Recently I was asked to review the latest development in our group and I realised how much work we have done. I have also noticed I am forgetting about my blog. Let’s fix it!
First the best news, our group has grown during the last year to five PhD and around 10 MSc students working in machine learning.
Today I would like to start with part one and mention some of our progress in machine learning. In the second part I will describe our IoT effort. The main machine learning topics can be broken in the following categories:
- Natural Language Processing
- Question answering YodaQA
- Intelligent assistants
- Sentence pair similarity
- Multinomial classification
- Information retrieval
- Learning to rank
- Information extraction
- Focused crawling
- Convolutional Neural Networks
- Combining text and images
- Image labeling
I’ll start with the major achievement, the YodaQA answering machine. It is an open source question answering system. It implements state-of-art methods of information extraction and natural language understanding — to answer human-phrased questions! You can try the live demo.
Along with YodaQA we have worked also on simpler Intelligent Assistants acting on a smaller number of commands. They take advantage from simpler algorithms finding the most similar answer for a given query. The sentence pair similarity is another topic of interest. The algorithms can help solving not only Answer Sentence Selection, but also other interesting problems, such as Next Utterance Ranking, Semantic Textual Similarity, Paraphrase Identification, Recognizing Textual Entailment etc. We have tested and developed a series of algorithms based on word embeddings and different architecture of Neural Networks.
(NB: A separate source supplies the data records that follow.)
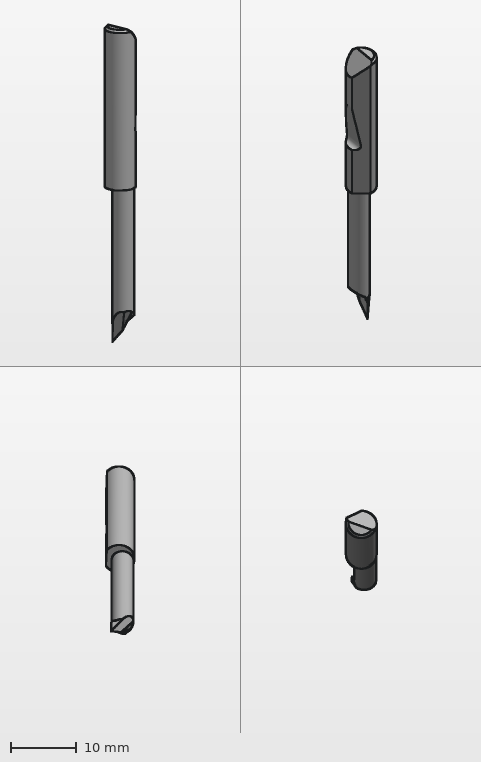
import cadquery as cq
import math

total_length = 50.45
shank_radius = 2.35
shank_bottom = 25.0
end_chamfer = 0.4

flat_distance = 1.9
flat_direction = 143.5
bevel_start_y = -0.55

notch_top = 42.0
notch_bottom = 33.5
notch_floor_y = 1.05
notch_corner_radius = 0.75

neck_radius = 1.7
neck_back_depth = 1.6
neck_center_x = shank_radius - neck_radius

tooth_height = 3.5
point_x = -1.6
tooth_top_x = -1.5
side_relief_run = 1.2
side_relief_depth = 1.4

rear_bevel_start = 3.9
rear_bevel_rise = 1.3
relief_slope_x = 1.05
relief_slope_y = 1.6
heel_x = 0.45
heel_angle = 60.0
heel_slope_y = 0.8

reach = 5.05


def make_shank():
    shank = (
        cq.Workplane("XY", origin=(0, 0, shank_bottom))
        .circle(shank_radius)
        .extrude(total_length - shank_bottom)
        .faces(">Z")
        .chamfer(end_chamfer)
    )
    flat_cutter = (
        cq.Workplane("XY")
        .box(reach, 2 * reach, total_length, centered=(False, True, False))
        .translate((flat_distance, 0, 0))
        .rotate((0, 0, 0), (0, 0, 1), flat_direction)
    )
    bevel_cutter = (
        cq.Workplane("YZ")
        .polyline([
            (bevel_start_y, total_length),
            (bevel_start_y + reach, total_length),
            (bevel_start_y + reach, total_length - reach),
        ])
        .close()
        .extrude(reach, both=True)
    )
    notch_slope = (notch_top - notch_bottom) / (shank_radius - notch_floor_y)
    notch_cutter = (
        cq.Workplane("YZ")
        .polyline([
            (notch_floor_y, notch_bottom),
            (reach, notch_bottom),
            (reach, notch_bottom + notch_slope * (reach - notch_floor_y)),
        ])
        .close()
        .extrude(reach, both=True)
        .edges("|X and <Y")
        .fillet(notch_corner_radius)
    )
    return shank.cut(flat_cutter).cut(bevel_cutter).cut(notch_cutter)


def make_neck():
    neck = (
        cq.Workplane("XY", origin=(neck_center_x, 0, tooth_height))
        .moveTo(-neck_radius, 0)
        .threePointArc((0, -neck_radius), (neck_radius, 0))
        .threePointArc((0, neck_back_depth), (-neck_radius, 0))
        .close()
        .extrude(shank_bottom - tooth_height)
    )
    rear_slope = rear_bevel_rise / neck_back_depth
    rear_cutter = (
        cq.Workplane("YZ")
        .polyline([
            (0, 0),
            (0, rear_bevel_start),
            (reach, rear_bevel_start + rear_slope * reach),
            (reach, 0),
        ])
        .close()
        .extrude(reach, both=True)
    )
    return neck.cut(rear_cutter)


def tooth_outline(edge_x):
    return [
        (edge_x, 0),
        (edge_x + side_relief_run, -side_relief_depth),
        (neck_center_x + neck_radius, -side_relief_depth),
        (neck_center_x + neck_radius, 0),
    ]


def make_tooth():
    return (
        cq.Workplane("XY")
        .polyline(tooth_outline(point_x))
        .close()
        .workplane(offset=tooth_height)
        .polyline(tooth_outline(tooth_top_x))
        .close()
        .loft(ruled=True)
    )


def half_space_below(point, normal):
    """Large block on the side of a plane away from its normal."""
    plane = cq.Plane(origin=point, normal=normal)
    return cq.Workplane(plane).rect(4 * reach, 4 * reach).extrude(-2 * reach)


def cut_tip_clearances(body):
    underside = half_space_below((point_x, 0, 0), (-relief_slope_x, relief_slope_y, 1))
    front_half = cq.Workplane("XY").box(
        4 * reach, 2 * reach, 8 * reach, centered=(True, False, True)
    ).translate((0, -2 * reach, 0))
    heel_z = relief_slope_x * (heel_x - point_x)
    heel_slope = math.tan(math.radians(heel_angle))
    heel = half_space_below((heel_x, 0, heel_z), (-heel_slope, heel_slope_y, 1))
    rear_heel = half_space_below((heel_x, 0, heel_z), (-heel_slope, 0, 1))
    relief = underside.union(heel).intersect(front_half)
    return body.cut(relief).cut(rear_heel)


tip = cut_tip_clearances(make_neck().union(make_tooth()))
result = make_shank().union(tip)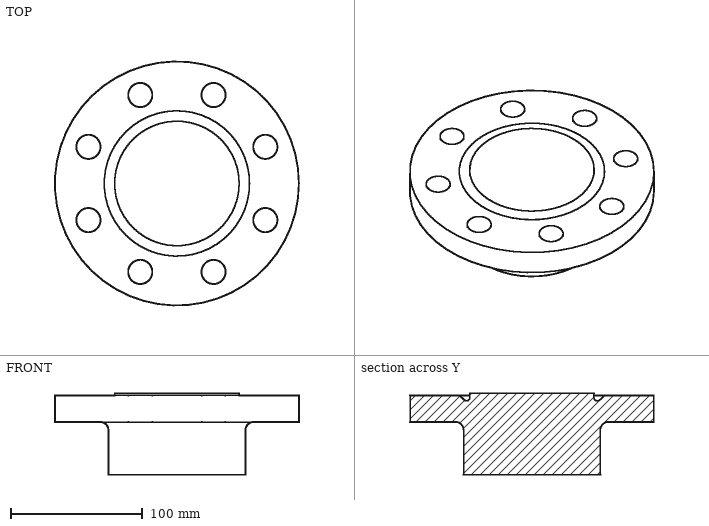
import cadquery as cq
import math

flange_diameter = 185.0
flange_thickness = 20.4

total_height = 62.0
hub_diameter = 104.2
hub_fillet = 6.0

disc_diameter = 94.4
disc_rise = 1.7
groove_outer_diameter = 110.0
groove_wall_run = 3.7
groove_wall_angle = 43.0

bolt_count = 8
bolt_hole_diameter = 18.1
bolt_circle_diameter = 145.0

flange_top = total_height - disc_rise
flange_bottom = flange_top - flange_thickness
hub_radius = hub_diameter / 2
disc_radius = disc_diameter / 2
groove_outer_radius = groove_outer_diameter / 2


def make_body():
    """Plate, filleted hub and centre disc, revolved about Z."""
    fillet_start = flange_bottom - hub_fillet
    return (
        cq.Workplane("XZ")
        .lineTo(hub_radius, 0)
        .lineTo(hub_radius, fillet_start)
        .radiusArc((hub_radius + hub_fillet, flange_bottom), hub_fillet)
        .lineTo(flange_diameter / 2, flange_bottom)
        .lineTo(flange_diameter / 2, flange_top)
        .lineTo(disc_radius, flange_top)
        .lineTo(disc_radius, total_height)
        .lineTo(0, total_height)
        .close()
        .revolve(360, (0, 0, 0), (0, 1, 0))
    )


def make_groove():
    """Ring groove whose round floor is tangent to its straight inner and sloping outer walls."""
    slope = math.radians(groove_wall_angle)
    foot_radius = groove_outer_radius - groove_wall_run
    foot_height = flange_top - groove_wall_run * math.tan(slope)
    floor_radius = (foot_radius - disc_radius) / (1 + math.sin(slope))
    floor_start = foot_height + floor_radius * math.cos(slope)
    floor_bottom = floor_start - floor_radius
    return (
        cq.Workplane("XZ")
        .moveTo(disc_radius, flange_top)
        .lineTo(disc_radius, floor_start)
        .threePointArc((disc_radius + floor_radius, floor_bottom), (foot_radius, foot_height))
        .lineTo(groove_outer_radius, flange_top)
        .close()
        .revolve(360, (0, 0, 0), (0, 1, 0))
    )


def make_bolt_holes():
    """Through holes straddling the X and Y axes."""
    return (
        cq.Workplane("XY")
        .workplane(offset=flange_bottom)
        .polarArray(bolt_circle_diameter / 2, 180 / bolt_count, 360, bolt_count)
        .circle(bolt_hole_diameter / 2)
        .extrude(flange_thickness)
    )


result = make_body().cut(make_groove()).cut(make_bolt_holes())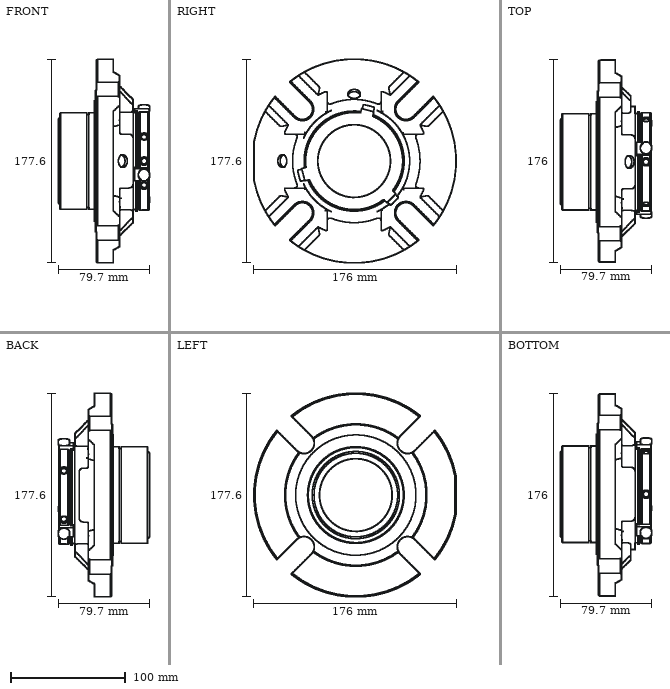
import cadquery as cq
import math

BORE_R = 31.52

TIP_FACE_R = 36.4
TIP_R = 38.0
TIP_LENGTH = 1.6
SLEEVE_R = 42.0
SLEEVE_EDGE = 0.7
GROOVE_R = 40.57
GROOVE_START_X = 25.0
GROOVE_END_X = 26.6

INNER_FACE_R = 52.4
INNER_FACE_X = 31.6
OUTER_FACE_R = 62.0
OUTER_FACE_X = 32.1
OUTER_FACE_CHAMFER = 0.9
FLANGE_R = 88.8
FLANGE_FRONT_X = 33.2
FLANGE_BACK_X = 48.1
FLANGE_CHAMFER = 1.0
FLAT_Y = -87.2

SEAT_X = 53.5
GLAND_BACK_X = 65.2
LOW_BOSS_BACK_X = 61.5
CONE_SEAT_R = 65.3
HUB_R = 48.3
BOSS_HALF_WIDTH = 23.5
BOSS_START_R = 35.5
BOSS_EDGE_RADIUS = 3.5
FOOT_RADIUS = 1.6
CONE_FOOT_RADIUS = 2.8

EAR_TOP_HALF_WIDTH = 18.3
EAR_BASE_HALF_WIDTH = 24.1
EAR_OVERLAP = 1.8
SLOT_HALF_WIDTH = 8.9
SLOT_CENTRE_R = 63.7
SLOT_CHAMFER = 1.0
DIAGONALS = [45, 135, 225, 315]

PORT_R = 5.5
PORT_DEPTH = 2.8
SIDE_PORT_X = 56.3
TOP_PORT_X = 60.4

SPACER_R = 42.3
SNAP_RING_R = 43.59
SNAP_RING_START_X = 67.5
SNAP_RING_END_X = 68.7
NECK_R = 37.3

COLLAR_R = 42.88
COLLAR_START_X = 70.0
COLLAR_END_X = 79.2
COLLAR_CHAMFER = 1.2
COLLAR_CHAMFER_DROP = 0.7
SCREW_X = 74.7

SCREW_ANGLES = [30, 90, 150, 180, 210, 270, 330]
SCREW_HOLE_R = 2.5
SCREW_MOUTH_R = 3.7
SCREW_RECESS_DEPTH = 1.0

CLIP_ANGLES = [75, 195, 315]
CLIP_WIDTH = 11.0
CLIP_START_X = 66.5
CLIP_INNER_R = 41.7
CLIP_OUTER_R = 45.8
CLIP_HEAD_R = 5.0
CLIP_HEAD_TOP_R = 49.7
CLIP_HEAD_ROUND = 0.9


def revolve_profile(profile):
    """Turn a closed (X, radius) outline about the X axis."""
    return profile.close().revolve(360, (0, 0, 0), (1, 0, 0))


def around_axis(shape, angle):
    """Rotate a shape modelled in the +Y direction towards +Z about the X axis."""
    return shape.rotate((0, 0, 0), (1, 0, 0), angle)


def tangential_plane(radius):
    """Plane facing +Y at the given radius; local x is X, local y is tangential."""
    return cq.Workplane(cq.Plane(origin=(0, radius, 0), xDir=(1, 0, 0), normal=(0, 1, 0)))


def cone_radius(x):
    return CONE_SEAT_R - (x - SEAT_X)


def make_sleeve():
    return revolve_profile(
        cq.Workplane("XY")
        .moveTo(0, 0)
        .lineTo(0, TIP_FACE_R)
        .lineTo(TIP_LENGTH, TIP_R)
        .lineTo(TIP_LENGTH, SLEEVE_R - SLEEVE_EDGE)
        .lineTo(TIP_LENGTH + SLEEVE_EDGE, SLEEVE_R)
        .lineTo(GROOVE_START_X, SLEEVE_R)
        .lineTo(GROOVE_START_X, GROOVE_R)
        .lineTo(GROOVE_END_X, GROOVE_R)
        .lineTo(GROOVE_END_X, SLEEVE_R)
        .lineTo(FLANGE_FRONT_X, SLEEVE_R)
        .lineTo(FLANGE_FRONT_X, 0)
    )


def make_flange():
    """Flange disc with a rim flat, four ears and two raised front faces."""
    disc = cq.Workplane("YZ", origin=(FLANGE_FRONT_X, 0, 0)).circle(FLANGE_R)
    disc = disc.extrude(FLANGE_BACK_X - FLANGE_FRONT_X)
    beyond_flat = (
        cq.Workplane("XY")
        .box(2 * FLANGE_R, FLANGE_R, 2 * FLANGE_R)
        .translate((0, FLAT_Y - FLANGE_R / 2, 0))
    )
    flange = disc.cut(beyond_flat).faces("<X").chamfer(FLANGE_CHAMFER).union(make_ears())
    raised = revolve_profile(
        cq.Workplane("XY")
        .moveTo(INNER_FACE_X, 0)
        .lineTo(INNER_FACE_X, INNER_FACE_R)
        .lineTo(OUTER_FACE_X, INNER_FACE_R)
        .lineTo(OUTER_FACE_X, OUTER_FACE_R - OUTER_FACE_CHAMFER)
        .lineTo(OUTER_FACE_X + OUTER_FACE_CHAMFER, OUTER_FACE_R)
        .lineTo(FLANGE_FRONT_X, OUTER_FACE_R)
        .lineTo(FLANGE_FRONT_X, 0)
    )
    return flange.union(raised)


def make_ears():
    """Thickened pads with sloping sides, flush with the rim, one on each diagonal."""
    bar = (
        tangential_plane(HUB_R)
        .polyline([
            (FLANGE_BACK_X - EAR_OVERLAP, -EAR_BASE_HALF_WIDTH),
            (FLANGE_BACK_X, -EAR_BASE_HALF_WIDTH),
            (SEAT_X, -EAR_TOP_HALF_WIDTH),
            (SEAT_X, EAR_TOP_HALF_WIDTH),
            (FLANGE_BACK_X, EAR_BASE_HALF_WIDTH),
            (FLANGE_BACK_X - EAR_OVERLAP, EAR_BASE_HALF_WIDTH),
        ])
        .close()
        .extrude(FLANGE_R)
    )
    ears = around_axis(bar, DIAGONALS[0])
    for angle in DIAGONALS[1:]:
        ears = ears.union(around_axis(bar, angle))
    rim = cq.Workplane("YZ").circle(FLANGE_R).extrude(GLAND_BACK_X)
    return ears.intersect(rim)


def make_cone():
    """Solid 45 degree cone blended into the back of the flange; it bounds the whole gland."""
    sin45 = math.sqrt(0.5)
    blend_length = CONE_FOOT_RADIUS * math.tan(math.pi / 8)
    foot_r = cone_radius(FLANGE_BACK_X)
    blend_x = FLANGE_BACK_X + blend_length * sin45
    mid_x = FLANGE_BACK_X + CONE_FOOT_RADIUS * (1 - math.cos(math.pi / 8))
    mid_r = foot_r + blend_length - CONE_FOOT_RADIUS * math.sin(math.pi / 8)
    return revolve_profile(
        cq.Workplane("XY")
        .moveTo(FLANGE_FRONT_X, 0)
        .lineTo(FLANGE_FRONT_X, foot_r + blend_length)
        .lineTo(FLANGE_BACK_X, foot_r + blend_length)
        .threePointArc((mid_x, mid_r), (blend_x, cone_radius(blend_x)))
        .lineTo(GLAND_BACK_X, cone_radius(GLAND_BACK_X))
        .lineTo(GLAND_BACK_X, 0)
    )


def make_hub():
    """Round hub with a blended foot on a wide disc that carries the bolt seats."""
    return revolve_profile(
        cq.Workplane("XY")
        .moveTo(FLANGE_FRONT_X, 0)
        .lineTo(FLANGE_FRONT_X, FLANGE_R)
        .lineTo(SEAT_X, FLANGE_R)
        .lineTo(SEAT_X, HUB_R + FOOT_RADIUS)
        .radiusArc((SEAT_X + FOOT_RADIUS, HUB_R), -FOOT_RADIUS)
        .lineTo(GLAND_BACK_X, HUB_R)
        .lineTo(GLAND_BACK_X, 0)
    )


def make_boss(back_x):
    """Bar with rounded edges along +Y, long enough to reach through the cone."""
    half = BOSS_HALF_WIDTH
    foot = half + FOOT_RADIUS
    shoulder_x = back_x - BOSS_EDGE_RADIUS
    top = half - BOSS_EDGE_RADIUS
    return (
        tangential_plane(BOSS_START_R)
        .moveTo(FLANGE_BACK_X, -foot)
        .lineTo(SEAT_X, -foot)
        .radiusArc((SEAT_X + FOOT_RADIUS, -half), FOOT_RADIUS)
        .lineTo(shoulder_x, -half)
        .radiusArc((back_x, -top), -BOSS_EDGE_RADIUS)
        .lineTo(back_x, top)
        .radiusArc((shoulder_x, half), -BOSS_EDGE_RADIUS)
        .lineTo(SEAT_X + FOOT_RADIUS, half)
        .radiusArc((SEAT_X, foot), FOOT_RADIUS)
        .lineTo(FLANGE_BACK_X, foot)
        .close()
        .extrude(FLANGE_R - BOSS_START_R)
    )


def make_gland():
    """Hub and four bosses, trimmed by the cone; the +Y boss is lower than the rest."""
    gland = make_hub().union(make_boss(LOW_BOSS_BACK_X))
    full_boss = make_boss(GLAND_BACK_X)
    for angle in (90, 180, 270):
        gland = gland.union(around_axis(full_boss, angle))
    return gland.intersect(make_cone())


def slot_outline(x, half_width):
    """Open slot along +Y with a round inner end."""
    end_r = 2 * FLANGE_R
    return (
        cq.Workplane("YZ", origin=(x, 0, 0))
        .moveTo(end_r, -half_width)
        .lineTo(SLOT_CENTRE_R, -half_width)
        .threePointArc((SLOT_CENTRE_R - half_width, 0), (SLOT_CENTRE_R, half_width))
        .lineTo(end_r, half_width)
        .close()
    )


def make_slot():
    """Bolt slot right through the flange, flared at the bolt seats."""
    slot = slot_outline(INNER_FACE_X, SLOT_HALF_WIDTH).extrude(SEAT_X - INNER_FACE_X)
    flare = slot_outline(SEAT_X, SLOT_HALF_WIDTH + SLOT_CHAMFER).extrude(-SLOT_CHAMFER, taper=45)
    return slot.union(flare)


def make_port(x):
    """Flat-bottomed port centred on the cone above +Y, sunk square to its surface."""
    plane = cq.Plane(origin=(x, cone_radius(x), 0), xDir=(0, 0, 1), normal=(1, 1, 0))
    return cq.Workplane(plane).circle(PORT_R).extrude(PORT_DEPTH, both=True)


def make_collar():
    """Spacer, snap ring, neck and drive collar in one turned piece."""
    edge_r = COLLAR_R - COLLAR_CHAMFER_DROP
    return revolve_profile(
        cq.Workplane("XY")
        .moveTo(GLAND_BACK_X, 0)
        .lineTo(GLAND_BACK_X, SPACER_R)
        .lineTo(SNAP_RING_START_X, SPACER_R)
        .lineTo(SNAP_RING_START_X, SNAP_RING_R)
        .lineTo(SNAP_RING_END_X, SNAP_RING_R)
        .lineTo(SNAP_RING_END_X, NECK_R)
        .lineTo(COLLAR_START_X, NECK_R)
        .lineTo(COLLAR_START_X, edge_r)
        .lineTo(COLLAR_START_X + COLLAR_CHAMFER, COLLAR_R)
        .lineTo(COLLAR_END_X - COLLAR_CHAMFER, COLLAR_R)
        .lineTo(COLLAR_END_X, edge_r)
        .lineTo(COLLAR_END_X, 0)
    )


def make_screw_recess():
    """Countersunk set screw recess in the collar, facing +Y."""
    floor_r = COLLAR_R - SCREW_RECESS_DEPTH
    return cq.Workplane(
        cq.Solid.makeCone(
            SCREW_HOLE_R, SCREW_MOUTH_R, SCREW_RECESS_DEPTH,
            cq.Vector(SCREW_X, floor_r, 0), cq.Vector(0, 1, 0),
        )
    )


def make_clip():
    """Setting clip on the +Y side: a flat plate held by a round screw head."""
    length = COLLAR_END_X - CLIP_START_X
    plate = (
        tangential_plane(CLIP_INNER_R)
        .center(CLIP_START_X + length / 2, 0)
        .rect(length, CLIP_WIDTH)
        .extrude(CLIP_OUTER_R - CLIP_INNER_R)
    )
    head = (
        tangential_plane(CLIP_OUTER_R)
        .center(SCREW_X, 0)
        .circle(CLIP_HEAD_R)
        .extrude(CLIP_HEAD_TOP_R - CLIP_OUTER_R)
        .faces(">Y")
        .edges()
        .fillet(CLIP_HEAD_ROUND)
    )
    return plate.union(head)


result = make_sleeve().union(make_flange()).union(make_gland())

slot = make_slot()
for angle in DIAGONALS:
    result = result.cut(around_axis(slot, angle))

result = result.cut(around_axis(make_port(TOP_PORT_X), 90))
result = result.cut(around_axis(make_port(SIDE_PORT_X), 180))

collar = make_collar()
screw_recess = make_screw_recess()
for angle in SCREW_ANGLES:
    collar = collar.cut(around_axis(screw_recess, angle))
result = result.union(collar)

clip = make_clip()
for angle in CLIP_ANGLES:
    result = result.union(around_axis(clip, angle))

bore = cq.Workplane("YZ").circle(BORE_R).extrude(COLLAR_END_X)
result = result.cut(bore)

To the NLP category belongs also the multinomial classification algorithm. The use case we are testing is the products categorization to a hierarchical directory structure. Typically the e-shops are categorizing products, such as a “14 inch screen notebook” under notebooks, computers, electronics etc. This process is handled by human beings and they do mistakes, our algorithm can find problematically categorized entries or suggest correct category.
An exclusive position in our group has the adaptive ranking research. The web content, its information relevancy, authority and the users interests are changing constantly. The goal of any search engine is to provide exactly what the users look for. The newly developed algorithm relies on users to find currently the best ranking. It constantly observes on what links are users clicking and it adapts based on this feedback. This is very relevant for information search and recommendation services.
Information extraction is the next topic completing our portfolio. Initially we have looked at basics of focused crawling, a strategy how to crawl internet and extract for example all mentions about AT&T and Linux. This leads to a design of a crawler with programmable search policy. Currently we work on even more sophisticated algorithm for extracting content from e-shop pages, segmentation, price, product name etc. extraction. These are known problems typically solved semi-manually constructing scripts and then running the extraction. Our goal is a high accuracy, general algorithms without any customization or training working for all e-shops.
In the part two of this blog I will review our efforts in the Internet of Things.